Supreme Court SLAMS DOOR — Now THIS Hits Trump

Wooden courtroom desk with papers and a microphone.

One day after the Supreme Court shut down Donald Trump’s final appeal, E. Jean Carroll moved to pry more than $5 million plus interest out of a court account where his money has quietly sat for three years, turning a long‑running scandal into a fresh test of how fast the justice system really moves for the powerful.

Story Snapshot

  • A jury found Trump liable for sexually abusing and defaming E. Jean Carroll and awarded her $5 million in 2023.
  • Trump posted a bond, so about $5.55 million with interest has sat in a court‑controlled account since mid‑2023.
  • The Second Circuit and now the Supreme Court have rejected Trump’s appeals, making the judgment effectively final.
  • Carroll is now asking the judge to order the clerk to release the full amount immediately, while Trump’s allies call the case “lawfare.”

What Carroll is Asking the Judge to Do Now

E. Jean Carroll has filed new papers in federal court asking Judge Lewis Kaplan to order the clerk to release the full $5 million judgment from a secured court account, plus roughly 10 percent annual interest that has built up since 2023. Her filing comes the day after the United States Supreme Court declined to hear Trump’s appeal, which left in place the original civil verdict for sexual abuse and defamation. That high court refusal ended Trump’s last legal path in this particular case.

The money Carroll seeks does not have to be collected from Trump’s current bank accounts. Trump already posted a bond that fully secured the judgment soon after the 2023 trial, which means the funds have been locked in an escrow‑style court account waiting for final word on his appeals. Once a judgment is final, it is routine for a winning party to ask the judge to issue an order directing the clerk to release the cash. Carroll’s request follows that standard playbook, only on a very public stage.

How the Jury and Courts Reached This Point

A federal jury in New York ruled in May 2023 that Trump sexually abused Carroll in a department store in the 1990s and later defamed her in an October 2022 Truth Social post by calling her story a lie. The jurors did not find Trump liable for “rape” under New York’s narrow criminal‑code definition but did find he committed a lesser form of sexual abuse and acted with “actual malice” when he publicly attacked Carroll’s credibility.
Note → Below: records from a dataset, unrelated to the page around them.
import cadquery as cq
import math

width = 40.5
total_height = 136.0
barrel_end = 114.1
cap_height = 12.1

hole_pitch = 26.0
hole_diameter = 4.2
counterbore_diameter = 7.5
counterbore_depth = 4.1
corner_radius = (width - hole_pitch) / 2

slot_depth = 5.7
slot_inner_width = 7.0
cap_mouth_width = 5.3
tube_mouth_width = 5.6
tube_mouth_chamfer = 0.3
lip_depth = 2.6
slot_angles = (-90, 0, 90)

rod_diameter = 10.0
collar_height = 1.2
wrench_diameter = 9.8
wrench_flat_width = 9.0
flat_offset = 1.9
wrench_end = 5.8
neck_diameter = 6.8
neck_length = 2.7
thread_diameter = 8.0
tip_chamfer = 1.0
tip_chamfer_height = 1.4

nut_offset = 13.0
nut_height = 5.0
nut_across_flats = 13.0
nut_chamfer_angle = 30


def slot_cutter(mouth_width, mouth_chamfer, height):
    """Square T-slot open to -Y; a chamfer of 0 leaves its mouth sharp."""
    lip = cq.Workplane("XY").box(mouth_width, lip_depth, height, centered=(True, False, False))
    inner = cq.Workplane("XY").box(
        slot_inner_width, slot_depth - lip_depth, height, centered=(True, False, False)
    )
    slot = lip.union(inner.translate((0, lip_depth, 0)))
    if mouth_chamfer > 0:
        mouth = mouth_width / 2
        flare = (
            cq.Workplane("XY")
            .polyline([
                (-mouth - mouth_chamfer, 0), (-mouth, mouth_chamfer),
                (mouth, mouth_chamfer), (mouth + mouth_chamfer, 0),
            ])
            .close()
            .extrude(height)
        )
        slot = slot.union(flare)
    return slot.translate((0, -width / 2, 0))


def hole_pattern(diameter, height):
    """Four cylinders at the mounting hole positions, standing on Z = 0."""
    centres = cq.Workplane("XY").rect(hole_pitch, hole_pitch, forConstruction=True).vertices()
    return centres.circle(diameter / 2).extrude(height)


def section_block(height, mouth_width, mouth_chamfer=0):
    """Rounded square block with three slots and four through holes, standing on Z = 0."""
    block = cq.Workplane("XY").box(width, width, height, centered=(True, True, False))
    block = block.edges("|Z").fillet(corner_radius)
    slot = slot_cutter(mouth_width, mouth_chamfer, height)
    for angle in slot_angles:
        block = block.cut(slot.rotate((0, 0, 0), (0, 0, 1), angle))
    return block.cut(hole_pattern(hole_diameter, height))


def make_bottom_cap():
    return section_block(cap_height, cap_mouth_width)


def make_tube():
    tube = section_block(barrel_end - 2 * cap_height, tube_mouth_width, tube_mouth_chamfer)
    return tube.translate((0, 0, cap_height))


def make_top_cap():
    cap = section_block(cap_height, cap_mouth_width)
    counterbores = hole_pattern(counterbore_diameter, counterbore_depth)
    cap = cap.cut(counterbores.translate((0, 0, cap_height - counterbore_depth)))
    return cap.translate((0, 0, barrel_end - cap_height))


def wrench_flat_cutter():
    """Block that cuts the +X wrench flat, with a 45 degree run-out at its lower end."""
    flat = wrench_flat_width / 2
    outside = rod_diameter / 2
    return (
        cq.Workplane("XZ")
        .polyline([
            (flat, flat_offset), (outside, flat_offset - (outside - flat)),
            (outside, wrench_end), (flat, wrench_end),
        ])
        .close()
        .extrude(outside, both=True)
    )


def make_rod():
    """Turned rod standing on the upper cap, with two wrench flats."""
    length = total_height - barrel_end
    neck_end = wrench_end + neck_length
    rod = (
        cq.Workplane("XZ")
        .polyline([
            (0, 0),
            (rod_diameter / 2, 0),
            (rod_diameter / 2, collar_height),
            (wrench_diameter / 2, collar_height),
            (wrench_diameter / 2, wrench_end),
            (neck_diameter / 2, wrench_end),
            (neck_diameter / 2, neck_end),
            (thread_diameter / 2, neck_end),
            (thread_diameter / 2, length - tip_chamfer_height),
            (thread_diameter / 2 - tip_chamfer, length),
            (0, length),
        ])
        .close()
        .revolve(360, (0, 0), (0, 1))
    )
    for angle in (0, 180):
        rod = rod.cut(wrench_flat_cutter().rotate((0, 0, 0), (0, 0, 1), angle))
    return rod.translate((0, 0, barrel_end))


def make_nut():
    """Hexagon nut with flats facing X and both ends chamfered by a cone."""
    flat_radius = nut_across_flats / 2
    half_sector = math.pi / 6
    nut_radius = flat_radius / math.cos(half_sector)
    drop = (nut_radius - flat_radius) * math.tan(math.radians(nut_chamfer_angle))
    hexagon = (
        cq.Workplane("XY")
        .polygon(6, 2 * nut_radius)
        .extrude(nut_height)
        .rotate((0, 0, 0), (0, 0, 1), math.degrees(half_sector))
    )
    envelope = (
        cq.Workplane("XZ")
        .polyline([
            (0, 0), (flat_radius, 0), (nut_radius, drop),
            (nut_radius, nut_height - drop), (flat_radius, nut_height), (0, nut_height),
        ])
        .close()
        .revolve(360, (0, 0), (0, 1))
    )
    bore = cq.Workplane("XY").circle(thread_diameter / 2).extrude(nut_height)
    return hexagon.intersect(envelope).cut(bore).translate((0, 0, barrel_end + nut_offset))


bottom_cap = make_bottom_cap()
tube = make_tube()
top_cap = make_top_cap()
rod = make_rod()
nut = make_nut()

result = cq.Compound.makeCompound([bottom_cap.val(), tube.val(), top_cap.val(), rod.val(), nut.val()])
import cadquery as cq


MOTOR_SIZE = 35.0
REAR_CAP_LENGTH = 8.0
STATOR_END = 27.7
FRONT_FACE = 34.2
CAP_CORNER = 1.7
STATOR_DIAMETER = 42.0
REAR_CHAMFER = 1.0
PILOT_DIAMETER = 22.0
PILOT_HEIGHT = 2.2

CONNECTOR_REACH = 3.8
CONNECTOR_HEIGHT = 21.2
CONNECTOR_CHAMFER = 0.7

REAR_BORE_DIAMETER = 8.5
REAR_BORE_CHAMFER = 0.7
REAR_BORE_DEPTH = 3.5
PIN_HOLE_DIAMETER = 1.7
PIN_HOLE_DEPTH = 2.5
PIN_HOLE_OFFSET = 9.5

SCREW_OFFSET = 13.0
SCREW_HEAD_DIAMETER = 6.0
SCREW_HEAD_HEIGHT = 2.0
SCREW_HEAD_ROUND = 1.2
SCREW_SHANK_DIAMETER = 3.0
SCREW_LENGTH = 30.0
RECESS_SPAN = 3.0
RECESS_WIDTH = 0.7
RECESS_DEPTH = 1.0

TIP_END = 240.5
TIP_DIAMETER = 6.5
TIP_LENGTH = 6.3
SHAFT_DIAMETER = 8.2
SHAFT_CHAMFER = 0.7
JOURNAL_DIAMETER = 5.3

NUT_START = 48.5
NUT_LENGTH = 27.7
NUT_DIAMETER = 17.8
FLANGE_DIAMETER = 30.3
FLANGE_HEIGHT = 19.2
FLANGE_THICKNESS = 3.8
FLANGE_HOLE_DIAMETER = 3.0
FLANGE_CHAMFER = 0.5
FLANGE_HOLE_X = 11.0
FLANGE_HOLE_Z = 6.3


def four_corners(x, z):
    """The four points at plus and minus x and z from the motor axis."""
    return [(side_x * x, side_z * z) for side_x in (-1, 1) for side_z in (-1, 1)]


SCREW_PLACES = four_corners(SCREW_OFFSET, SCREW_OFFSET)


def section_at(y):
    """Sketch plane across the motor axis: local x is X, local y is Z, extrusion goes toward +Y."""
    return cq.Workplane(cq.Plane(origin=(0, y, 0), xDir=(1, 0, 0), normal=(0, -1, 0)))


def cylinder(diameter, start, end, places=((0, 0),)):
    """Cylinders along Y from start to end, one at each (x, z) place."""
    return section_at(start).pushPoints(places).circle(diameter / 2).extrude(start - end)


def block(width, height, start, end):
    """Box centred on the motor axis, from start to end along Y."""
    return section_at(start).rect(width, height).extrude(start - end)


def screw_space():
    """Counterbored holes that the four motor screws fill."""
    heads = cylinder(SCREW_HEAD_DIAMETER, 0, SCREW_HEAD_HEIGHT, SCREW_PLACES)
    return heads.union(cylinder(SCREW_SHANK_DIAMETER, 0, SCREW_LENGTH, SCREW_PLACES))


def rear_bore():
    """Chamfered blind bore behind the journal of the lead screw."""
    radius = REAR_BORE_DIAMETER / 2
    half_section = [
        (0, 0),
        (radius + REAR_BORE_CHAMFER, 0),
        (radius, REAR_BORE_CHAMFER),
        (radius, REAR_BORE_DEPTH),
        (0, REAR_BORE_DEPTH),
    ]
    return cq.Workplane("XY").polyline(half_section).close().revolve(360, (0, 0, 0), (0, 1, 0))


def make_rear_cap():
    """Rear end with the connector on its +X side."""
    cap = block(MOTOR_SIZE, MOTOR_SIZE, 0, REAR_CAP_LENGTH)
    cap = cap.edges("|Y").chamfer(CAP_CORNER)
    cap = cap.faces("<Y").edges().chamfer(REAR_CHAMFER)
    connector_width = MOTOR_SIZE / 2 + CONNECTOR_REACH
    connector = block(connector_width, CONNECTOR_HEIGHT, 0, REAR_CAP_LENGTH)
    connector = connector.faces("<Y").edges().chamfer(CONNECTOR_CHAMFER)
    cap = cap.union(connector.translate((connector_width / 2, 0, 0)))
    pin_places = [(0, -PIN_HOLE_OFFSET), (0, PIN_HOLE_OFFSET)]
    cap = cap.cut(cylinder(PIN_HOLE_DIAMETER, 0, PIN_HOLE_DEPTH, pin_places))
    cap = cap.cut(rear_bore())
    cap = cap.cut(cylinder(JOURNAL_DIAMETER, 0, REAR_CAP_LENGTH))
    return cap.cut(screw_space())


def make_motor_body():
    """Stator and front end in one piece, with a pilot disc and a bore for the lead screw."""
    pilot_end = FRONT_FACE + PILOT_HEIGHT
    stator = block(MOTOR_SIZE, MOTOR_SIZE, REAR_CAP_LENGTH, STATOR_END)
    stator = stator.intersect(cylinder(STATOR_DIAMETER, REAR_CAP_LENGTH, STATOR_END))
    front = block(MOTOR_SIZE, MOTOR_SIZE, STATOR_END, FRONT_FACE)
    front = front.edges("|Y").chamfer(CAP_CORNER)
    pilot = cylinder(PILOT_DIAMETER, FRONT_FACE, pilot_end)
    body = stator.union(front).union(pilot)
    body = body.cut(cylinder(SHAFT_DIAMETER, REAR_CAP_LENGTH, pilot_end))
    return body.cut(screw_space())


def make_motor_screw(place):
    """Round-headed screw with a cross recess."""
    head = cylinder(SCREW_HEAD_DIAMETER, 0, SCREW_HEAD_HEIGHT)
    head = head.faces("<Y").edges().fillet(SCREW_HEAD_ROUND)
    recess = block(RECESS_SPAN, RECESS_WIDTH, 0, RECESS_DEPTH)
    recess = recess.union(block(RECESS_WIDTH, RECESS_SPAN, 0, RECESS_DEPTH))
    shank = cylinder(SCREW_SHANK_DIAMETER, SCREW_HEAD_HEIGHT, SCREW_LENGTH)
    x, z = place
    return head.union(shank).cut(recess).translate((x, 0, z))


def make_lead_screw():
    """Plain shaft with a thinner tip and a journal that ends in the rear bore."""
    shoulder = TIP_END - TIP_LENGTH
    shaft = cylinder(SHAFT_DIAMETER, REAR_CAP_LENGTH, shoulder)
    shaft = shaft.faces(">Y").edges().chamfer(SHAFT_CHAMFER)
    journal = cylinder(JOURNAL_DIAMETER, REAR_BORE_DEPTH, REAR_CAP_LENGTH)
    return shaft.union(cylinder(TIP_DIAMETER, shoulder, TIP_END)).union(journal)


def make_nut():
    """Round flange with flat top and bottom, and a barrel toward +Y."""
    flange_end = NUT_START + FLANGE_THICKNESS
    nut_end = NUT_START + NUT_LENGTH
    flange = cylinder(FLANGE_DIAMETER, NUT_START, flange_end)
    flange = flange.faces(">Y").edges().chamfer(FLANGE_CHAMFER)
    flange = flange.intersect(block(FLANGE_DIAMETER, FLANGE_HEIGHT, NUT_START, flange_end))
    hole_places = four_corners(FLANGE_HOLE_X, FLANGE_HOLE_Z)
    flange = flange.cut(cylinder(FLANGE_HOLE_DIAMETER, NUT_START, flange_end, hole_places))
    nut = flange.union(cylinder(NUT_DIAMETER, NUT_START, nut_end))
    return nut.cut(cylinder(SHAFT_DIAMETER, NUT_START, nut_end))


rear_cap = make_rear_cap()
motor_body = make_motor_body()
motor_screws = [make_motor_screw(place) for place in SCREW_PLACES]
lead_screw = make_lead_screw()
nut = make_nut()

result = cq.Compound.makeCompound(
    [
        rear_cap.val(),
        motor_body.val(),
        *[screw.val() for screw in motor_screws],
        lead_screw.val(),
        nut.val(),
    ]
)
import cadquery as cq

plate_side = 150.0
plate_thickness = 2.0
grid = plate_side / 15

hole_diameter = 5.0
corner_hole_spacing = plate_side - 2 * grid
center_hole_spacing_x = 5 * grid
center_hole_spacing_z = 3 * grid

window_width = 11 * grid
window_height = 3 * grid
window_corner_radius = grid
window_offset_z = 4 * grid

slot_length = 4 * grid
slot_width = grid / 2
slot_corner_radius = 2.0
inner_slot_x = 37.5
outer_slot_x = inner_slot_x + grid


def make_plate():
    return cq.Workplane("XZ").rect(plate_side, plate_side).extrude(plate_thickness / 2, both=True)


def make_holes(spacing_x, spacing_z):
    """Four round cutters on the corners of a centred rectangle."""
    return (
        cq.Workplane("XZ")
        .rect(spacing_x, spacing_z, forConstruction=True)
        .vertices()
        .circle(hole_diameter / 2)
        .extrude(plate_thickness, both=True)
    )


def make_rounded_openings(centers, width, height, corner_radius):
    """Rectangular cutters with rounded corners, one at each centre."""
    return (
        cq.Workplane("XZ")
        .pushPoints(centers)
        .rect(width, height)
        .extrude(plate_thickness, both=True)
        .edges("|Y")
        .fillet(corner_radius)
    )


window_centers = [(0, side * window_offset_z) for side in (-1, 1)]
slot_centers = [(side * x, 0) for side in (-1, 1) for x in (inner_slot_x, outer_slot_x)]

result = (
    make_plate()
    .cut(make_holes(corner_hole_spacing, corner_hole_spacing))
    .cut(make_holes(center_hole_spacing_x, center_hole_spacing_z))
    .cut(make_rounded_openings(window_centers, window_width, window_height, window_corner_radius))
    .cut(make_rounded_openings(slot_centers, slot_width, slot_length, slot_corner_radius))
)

They awarded her $5 million total for the abuse claim and the defamatory statement.

Trump’s lawyers argued on appeal that the trial was unfair because it allowed what they called “improper propensity evidence,” including testimony from two other women and a 2005 recording about Trump’s past behavior with women. They said this kind of evidence, which suggests a person acts in line with past bad acts, should not have been central to the jury’s decision. The United States Court of Appeals for the Second Circuit rejected those arguments and upheld the verdict, finding the trial judge’s rulings were within the federal rules.

What the Supreme Court’s Rejection Really Means

After losing in the appeals court, Trump asked the United States Supreme Court to throw out the verdict, repeating his claim that the trial rested on unfairly prejudicial evidence and urging the justices to tighten limits on such material in civil assault cases. On June 29, 2026, the Supreme Court declined to hear the case, a step known as denying “certiorari.” The justices gave no explanation, which is standard, but their move left the Second Circuit’s decision, and the jury’s verdict, fully intact and enforceable.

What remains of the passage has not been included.